Recruitment of the corepressor LUG, and presumably LUH, to regulatory sequences of target genes is dependent on physical interactions with the coregulator SEU. Therefore, we examined whether SEU and the closely related SEU-LIKE (SLK1–SLK3) genes (Stahle et al., 2009; Bao et al., 2010) are expressed in embryonic and seed coat tissue. Consistent with redundancy between these coregulators, RT-PCR analysis detected expression of all four genes in these tissues (Fig. 7G).
DISCUSSION
This study has established that mutations in LUH, a gene closely related to the transcriptional corepressor LUG (Liu and Karmarkar, 2008), affect mucilage release from the seed coat following contact with water. Mutants lacking mucilage extrusion can be grouped according to whether they either disrupt the differentiation of the seed coat or specifically interfere with mucilage biosynthesis and/or structure (for review, see Western, 2006). Based on our cytological analysis, luh mutants belong to this second group, as seed coat differentiation and mucilage secretion into the apoplast are largely unaltered.
Relationship between LUH and MUM Genes
Phenotypic similarity between luh and the well-characterized mucilage extrusion-defective mutants mum1 and mum2 (Western et al., 2001) suggested that these genes might function in the same pathway.

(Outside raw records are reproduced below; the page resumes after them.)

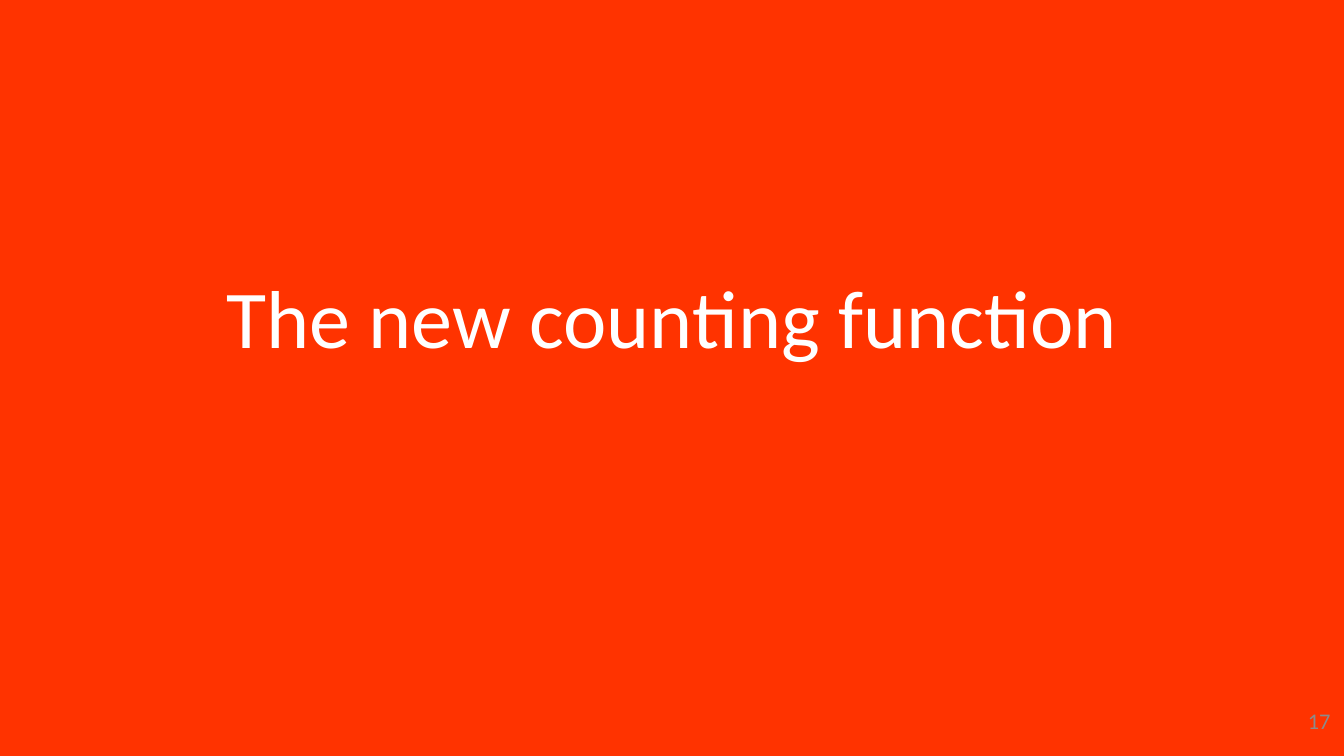
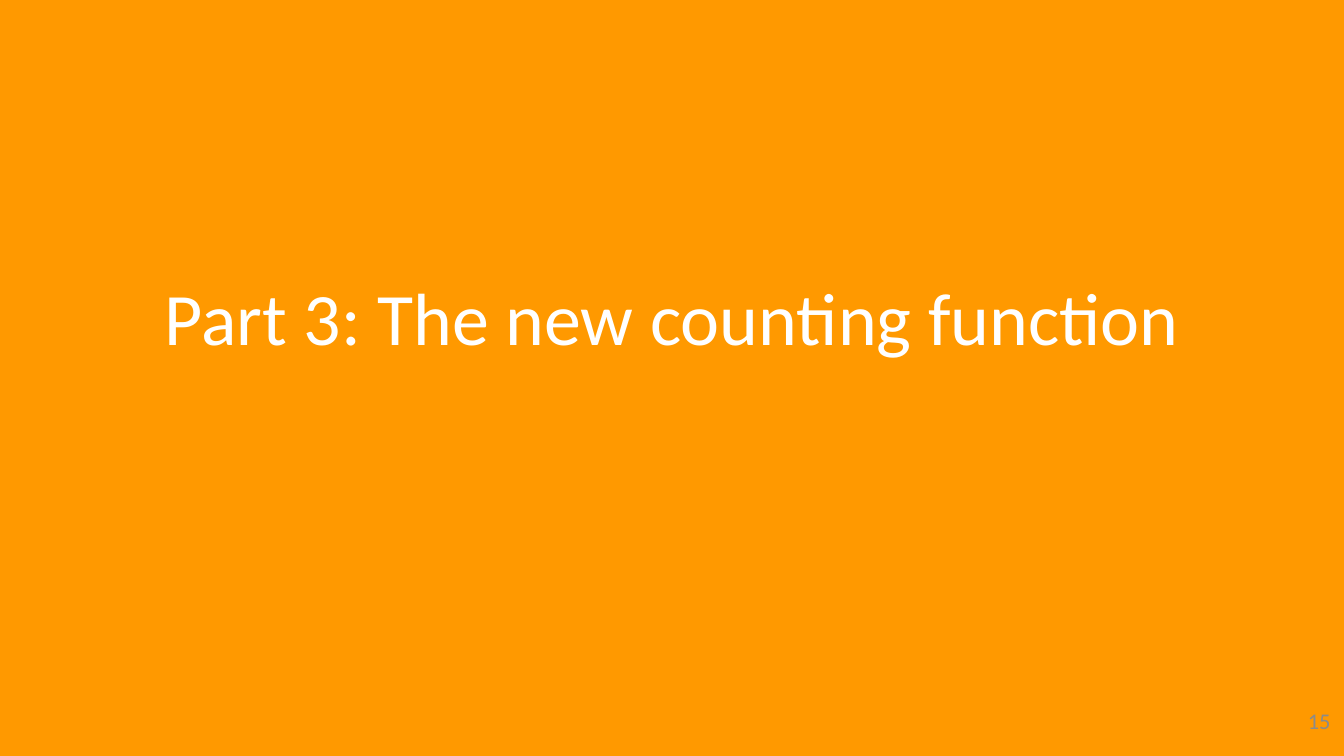
Before and after one commit to hansdejongehv/scratchClient-Tutorials, a slide deck: slide 15 of scratchClientTutorial/UK---English/UK - 3 - scratchCl Advanced Tutorial.pptx (slide 17 before the commit). Drawn at 1344x756 pixels with LibreOffice and Linux fonts; fonts in the diff are those of the drawing. Boxes give left, top, right and bottom in pixels: in the first picture for what was removed or moved away, otherwise in the second. Text is boxed around its words. In the diff, an @@ line names an element or a change of style, - is before the commit and + after.

```diff
--- a/scratchClientTutorial/UK---English/UK - 3 - scratchCl Advanced Tutorial.pptx
+++ b/scratchClientTutorial/UK---English/UK - 3 - scratchCl Advanced Tutorial.pptx
@@ background #FF3300 to #FF9900 @@
@@ title at box(165, 293, 1178, 358): text changed; size 44 to 39.6 pt @@
-The new counting function
+Part 3: The new counting function
@@ page number at box(1308, 714, 1331, 729): text changed @@
-17
+15
```
Also in this commit, not shown: 20 other slides changed, 2 slides removed, 41 other files.
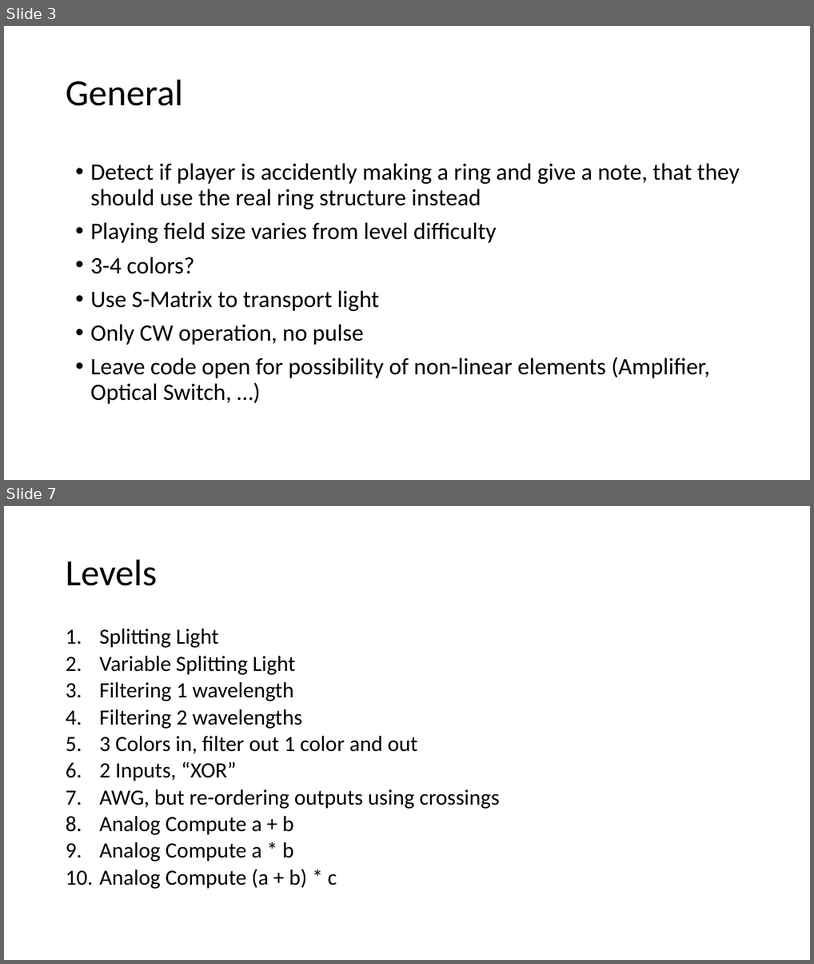
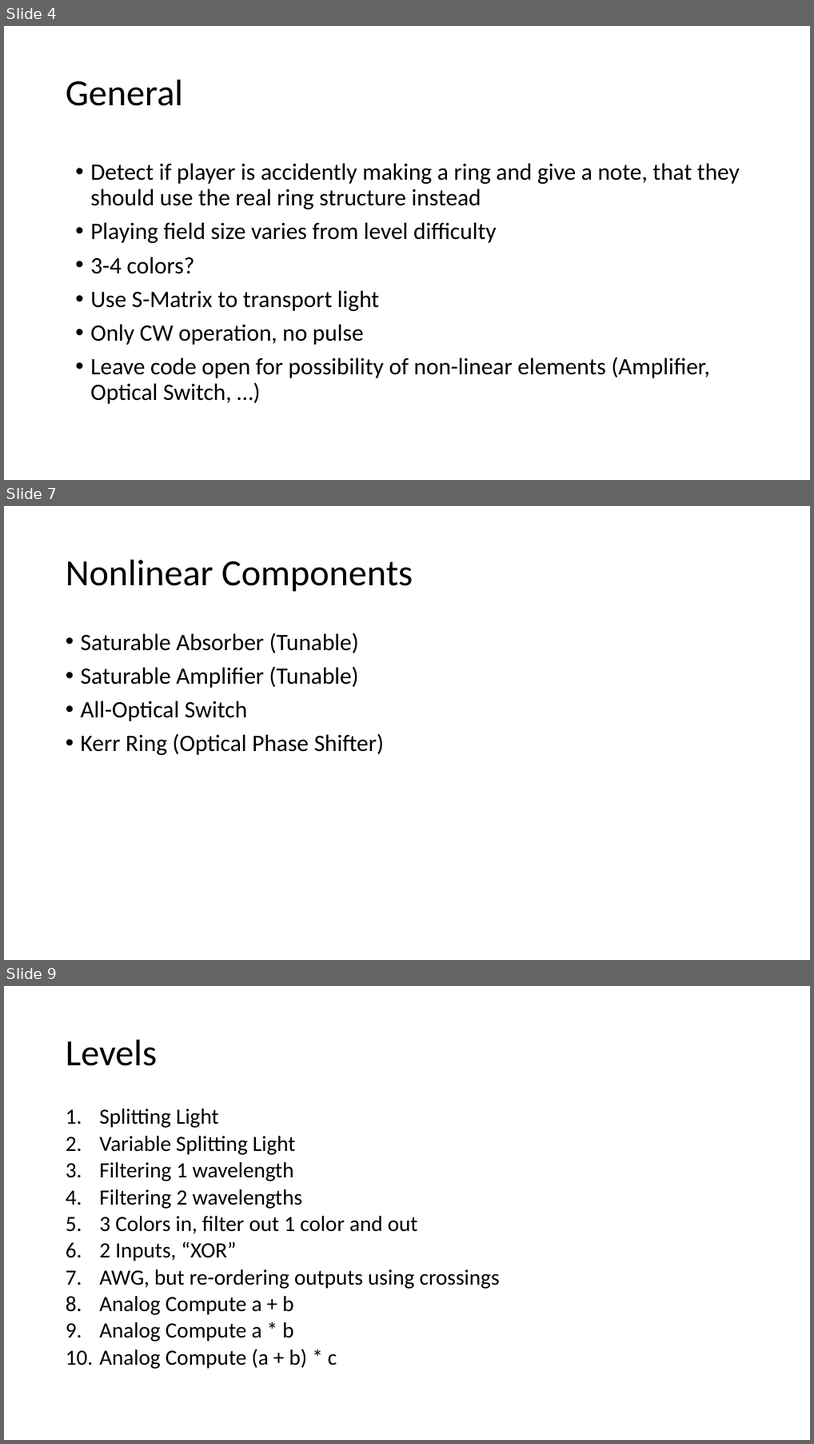
Before and after one commit to Akhetonics/Connect-A-PIC, a slide deck: Design.pptx. Shown one above the other, each under a label of ours: slides 3 and 7 before the commit, slides 4, 7 and 9 after it; the slides between them are not shown. The pictures are 814x964 and 814x1444 pixels, drawn with LibreOffice and Linux fonts; fonts in the diff are those of the drawing. Boxes give left, top, right and bottom in pixels: in the first picture for what was removed or moved away, otherwise in the second. Text is boxed around its words. In the diff, an @@ line names an element or a change of style, - is before the commit and + after.

```diff
--- a/Design.pptx
+++ b/Design.pptx
@@ slide 7 added at bbox=[4, 506, 810, 960], background #FFFFFF @@
@@ title added at bbox=[66, 560, 413, 592], 44 pt, text #000000 @@
+Nonlinear Components
@@ text added at bbox=[81, 632, 384, 755], 28 pt, text #000000 @@
+• Saturable Absorber (Tunable)
+• Saturable Amplifier (Tunable)
+• All-Optical Switch
+• Kerr Ring (Optical Phase Shifter)
@@ what was slide 3 is now slide 4 @@
@@ what was slide 7 is now slide 9 @@
```
Also in this commit, not shown: 3 slides changed, 2 other slides added, 1 other file.

Through a series of genetic crosses, we established that luh and mum1 mutations were allelic and subsequently identified a lesion at the LUH locus in mum1-1 mutants. Given that LUH encodes a transcriptional regulator (see below) and MUM2 encodes a β-galactosidase, we addressed whether LUH might regulate MUM2. Our analyses provide two lines of evidence in support of such regulatory arrangement. First, we found significant overlap in LUH promoter activity, as assessed by GUS assays, and MUM2 expression in both the developing seed coat and other tissues of the plant (Macquet et al., 2007b; Stahle et al., 2009; this study). Next, we showed by qRT-PCR that there is an approximately 3- to 4-fold reduction of MUM2 expression in both seed coat and embryo tissue of luh mutants as well as smaller changes in the shoots and roots of these mutants. Based on these observations, we propose that LUH is a global regulator of MUM2 and that loss of MUM2 activity from the luh seed coat causes the mucilage extrusion defect. Consistent with this hypothesis, restoring MUM2 expression in luh seeds results in normal mucilage release when exposed to water. Whether the root growth defect observed in luh mutants is also a consequence of reduced MUM2 activity remains to be seen, although lack of root growth defects in mum2 mutants makes this scenario seem unlikely.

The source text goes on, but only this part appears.